Do you think having it in the bathroom cabinet would be an issue?

----------


## elina2802

> confusing, where does the bathroom have it's ventilation, is there a fan or just an open window.

  it will have ventilation above the shower. The cabinet will have a brick wall seperating it and the shower

----------


## phild01

> Interesting idea, but I would like to keep both bedroom doors the same since they are opposite each other.
> Do you think having it in the bathroom cabinet would be an issue?

   The bedroom doors would be the same though B2 would have another door above it. 
  As I say, the bathroom area is a concern with bath steam together with sensitive electronic components, and those things need good ventilation in a confined space. I wouldn't recommend it.

----------


## elina2802

I'm going to see if I can find a smaller AV rack.

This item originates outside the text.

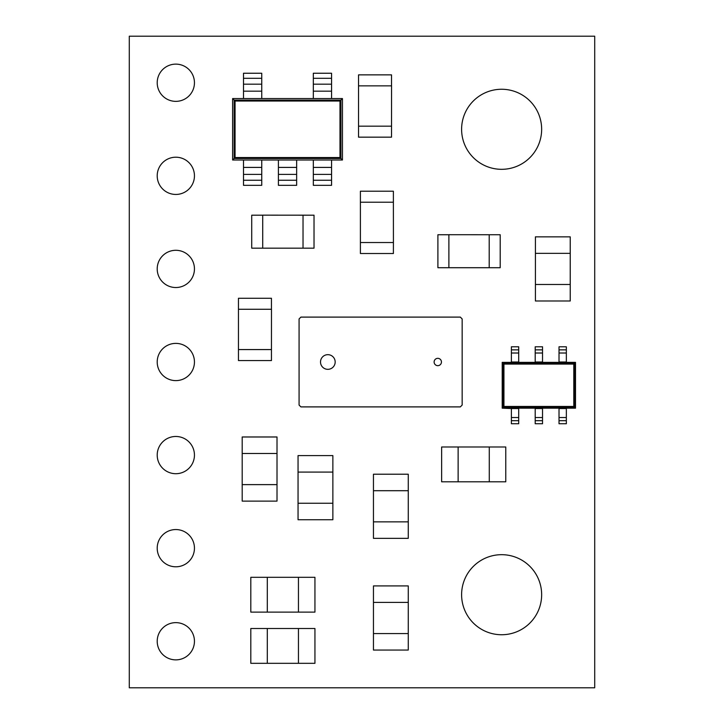 <?xml version="1.0" encoding="UTF-8"?>
<svg xmlns="http://www.w3.org/2000/svg" width="724" height="724" viewBox="0 0 724 724"><rect width="100%" height="100%" fill="white"/><g stroke="black" fill="none" stroke-linecap="round" stroke-linejoin="round"><path stroke-width="1.09" d="M518.71 408.544L511.379 408.544L511.379 423.748L518.71 423.748L518.71 408.173L575.508 408.173L575.508 362.362L502.212 362.362L503.026 363.177L574.702 363.177L575.508 362.362M542.529 408.544L535.199 408.544L535.199 423.748L542.529 423.748L542.529 408.173M566.349 408.544L559.019 408.544L559.019 423.748L566.349 423.748L566.349 408.173M511.379 362.362L511.379 353.013L518.71 353.013L518.71 362.362M535.199 362.362L535.199 353.013L542.529 353.013L542.529 362.362M559.019 362.362L559.019 353.013L566.349 353.013L566.349 362.362M437.785 365.665A3.665 3.665 0 0 0 441.45 362A3.665 3.665 0 0 0 437.785 358.335A3.665 3.665 0 0 0 434.119 362A3.665 3.665 0 0 0 437.785 365.665M327.845 369.331A7.33 7.33 0 0 0 335.176 362A7.33 7.33 0 0 0 327.845 354.669A7.33 7.33 0 0 0 320.515 362A7.33 7.33 0 0 0 327.845 369.331M461.604 594.712A40.028 40.028 0 0 0 501.632 634.74A40.028 40.028 0 0 0 541.652 594.712A40.028 40.028 0 0 0 501.632 554.684A40.028 40.028 0 0 0 461.604 594.712M461.604 129.288A40.028 40.028 0 0 0 501.632 169.316A40.028 40.028 0 0 0 541.652 129.288A40.028 40.028 0 0 0 501.632 89.26A40.028 40.028 0 0 0 461.604 129.288M157.208 641.256A18.616 18.616 0 0 0 175.832 659.872A18.616 18.616 0 0 0 194.448 641.256A18.616 18.616 0 0 0 175.832 622.64A18.616 18.616 0 0 0 157.208 641.256M157.208 548.168A18.616 18.616 0 0 0 175.832 566.792A18.616 18.616 0 0 0 194.448 548.168A18.616 18.616 0 0 0 175.832 529.552A18.616 18.616 0 0 0 157.208 548.168M157.208 82.744A18.616 18.616 0 0 0 175.832 101.36A18.616 18.616 0 0 0 194.448 82.744A18.616 18.616 0 0 0 175.832 64.128A18.616 18.616 0 0 0 157.208 82.744M157.208 175.832A18.616 18.616 0 0 0 175.832 194.448A18.616 18.616 0 0 0 194.448 175.832A18.616 18.616 0 0 0 175.832 157.208A18.616 18.616 0 0 0 157.208 175.832M157.208 268.912A18.616 18.616 0 0 0 175.832 287.528A18.616 18.616 0 0 0 194.448 268.912A18.616 18.616 0 0 0 175.832 250.296A18.616 18.616 0 0 0 157.208 268.912M157.208 362A18.616 18.616 0 0 0 175.832 380.616A18.616 18.616 0 0 0 194.448 362A18.616 18.616 0 0 0 175.832 343.384A18.616 18.616 0 0 0 157.208 362M157.208 455.088A18.616 18.616 0 0 0 175.832 473.704A18.616 18.616 0 0 0 194.448 455.088A18.616 18.616 0 0 0 175.832 436.472A18.616 18.616 0 0 0 157.208 455.088M267.301 577.309L267.301 612.124L250.812 612.124L250.812 577.309L314.94 577.309L314.94 612.124L298.451 612.124L298.451 577.309M267.301 612.124L298.451 612.124M267.301 628.504L267.301 663.32L250.812 663.32L250.812 628.504L314.94 628.504L314.94 663.32L298.451 663.32L298.451 628.504M267.301 663.32L298.451 663.32M408.264 490.709L373.448 490.709L373.448 474.22L408.264 474.22L408.264 538.348L373.448 538.348L373.448 521.859L408.264 521.859M373.448 490.709L373.448 521.859M408.264 602.413L373.448 602.413L373.448 585.915L408.264 585.915L408.264 650.052L373.448 650.052L373.448 633.563L408.264 633.563M373.448 602.413L373.448 633.563M458.129 446.989L458.129 481.804L441.64 481.804L441.64 446.989L505.768 446.989L505.768 481.804L489.279 481.804L489.279 446.989M458.129 481.804L489.279 481.804M570.231 253.337L535.416 253.337L535.416 236.848L570.231 236.848L570.231 300.985L535.416 300.985L535.416 284.487L570.231 284.487M535.416 253.337L535.416 284.487M332.868 472.093L298.053 472.093L298.053 455.595L332.868 455.595L332.868 519.732L298.053 519.732L298.053 503.243L332.868 503.243M298.053 472.093L298.053 503.243M277.011 453.477L242.196 453.477L242.196 436.979L277.011 436.979L277.011 501.117L242.196 501.117L242.196 484.627L277.011 484.627M242.196 453.477L242.196 484.627M271.446 309.266L271.446 298.27L238.458 298.27L238.458 309.266L271.482 309.266L271.446 360.57L238.458 360.57L238.458 349.574L271.446 349.574M129.288 36.2L129.288 687.8L594.712 687.8L594.712 36.2L129.288 36.2M238.458 349.574L238.458 309.266M448.889 234.739L437.902 234.739L437.902 267.717L448.889 267.717L448.889 234.703L500.203 234.739L500.203 267.717L489.207 267.717L489.207 234.739M489.207 267.717L448.889 267.717M393.385 202.213L393.385 191.217L360.398 191.217L360.398 202.213L393.385 202.213L393.422 242.531L393.385 253.518L360.398 253.518L360.398 242.531L393.385 242.531M360.398 242.531L360.398 202.213M391.521 85.857L391.521 74.862L358.543 74.862L358.543 85.857L391.557 85.857L391.521 137.162L358.543 137.162L358.543 126.175L391.521 126.175M358.543 126.175L358.543 85.857M262.721 215.191L251.726 215.191L251.726 248.169L262.721 248.169L262.721 215.155L314.026 215.191L314.026 248.169L303.03 248.169L303.03 215.191M303.03 248.169L262.721 248.169M261.744 98.564L342.452 98.564L342.452 160.004L232.612 160.004L232.612 98.564L261.744 98.564L261.744 73.242L243.499 73.242L243.499 78.31L261.744 78.31M296.65 167.416L296.65 185.326L278.405 185.326L278.405 167.416L296.65 167.416L296.65 160.004M278.405 167.416L278.405 160.004M278.405 174.393L296.65 174.393M342.452 98.564L340.913 100.102L340.913 158.465L234.151 158.465L232.612 160.004M232.612 98.564L234.151 100.102L340.913 100.102L339.99 101.025L235.065 101.025L234.151 100.102L234.151 158.465L235.065 157.542L339.99 157.542L339.99 101.025M339.99 157.542L342.452 160.004M261.744 167.416L261.744 185.326L243.499 185.326L243.499 167.416L261.744 167.416L261.744 160.004M243.499 167.416L243.499 160.004M243.499 174.393L261.744 174.393L243.499 174.393M331.565 167.416L331.565 185.326L313.32 185.326L313.32 167.416L331.565 167.416L331.565 160.004M313.32 167.416L313.32 160.004M313.32 174.393L331.565 174.393M243.499 78.31L243.499 98.564M243.499 84.174L261.744 84.174M313.32 78.31L331.565 78.31L331.565 73.242L313.32 73.242L313.32 98.564M331.565 78.31L331.565 98.564M313.32 84.174L331.565 84.174M462.156 318.94L460.328 317.103L300.903 317.103L299.075 318.94L299.075 405.06L300.903 406.897L460.328 406.897L462.156 405.06L462.156 318.94M511.379 408.544L502.212 408.173L502.212 362.362M559.019 353.013L559.019 346.787L566.349 346.787L566.349 353.013L559.019 353.013M559.019 362L566.349 362M535.199 353.013L535.199 346.787L542.529 346.787L542.529 353.013L535.199 353.013M535.199 362L542.529 362M511.379 353.013L511.379 346.787L518.71 346.787L518.71 353.013L511.379 353.013M511.379 362L518.71 362M559.019 417.522L566.349 417.522L559.019 417.522M535.199 417.522L542.529 417.522L535.199 417.522M511.379 417.522L518.71 417.522L511.379 417.522M511.379 408.173L518.71 408.173M502.212 408.173L503.026 407.368L574.702 407.368L573.788 406.454L573.788 364.091L574.702 363.177L574.702 407.368L575.508 408.173M573.788 364.091L503.94 364.091L503.026 363.177L503.026 407.368L503.94 406.454L573.788 406.454M235.065 101.025L235.065 157.542M278.405 180.258L296.65 180.258M243.499 180.258L261.744 180.258M313.32 180.258L331.565 180.258M243.499 91.161L261.744 91.161M313.32 91.161L331.565 91.161M503.94 364.091L503.94 406.454M559.019 349.864L566.349 349.864M535.199 349.864L542.529 349.864M511.379 349.864L518.71 349.864M559.019 420.68L566.349 420.68M535.199 420.68L542.529 420.68M511.379 420.68L518.71 420.68"/></g></svg>

If I can, I'll try to fit it in the overhead cupboard in the kitchen above the fridge, I was intending to put the safety switch unit there but this might be a better option.

----------


## joynz

The bedroom is very long.  Could you add a wall of cupboards there along the short wall?

----------


## Uncle Bob

Is there any space under the stairs?

----------


## elina2802

> The bedroom is very long.  Could you add a wall of cupboards there along the short wall?

  The master bedroom will have BIR but I don't want to have the AV rack with all the devices in the bedroom...

----------


## elina2802

> Is there any space under the stairs?

  the apartment is built in an odd way whereby the apartment underneath me has access to under the stairs. All I have is the entry and the stairs.

----------


## elina2802

Looks like there is no room in the above fridge cabinet in the kitchen.  :No:  The AV consultant said I can put the AV rack anywhere provided it has power and said the bathroom cabinet will be fine. 
I think this would be the best location provided my electrician says its ok. There is no plumbing near the cabinet and it will be near the ceiling.

----------


## phild01

Is the rack essential to your needs.  I would be trying to use the minimum requirement of devices.  In a small unit, the need for expansion shouldn't be great.  Your consultant might be overdoing things.

----------


## phild01

What about that corridor to the left terrace, could you mount a high cabinet there? How big is the rack?

----------


## elina2802

> Is the rack essential to your needs.  I would be trying to use the minimum requirement of devices.  In a small unit, the need for expansion shouldn't be great.  Your consultant might be overdoing things.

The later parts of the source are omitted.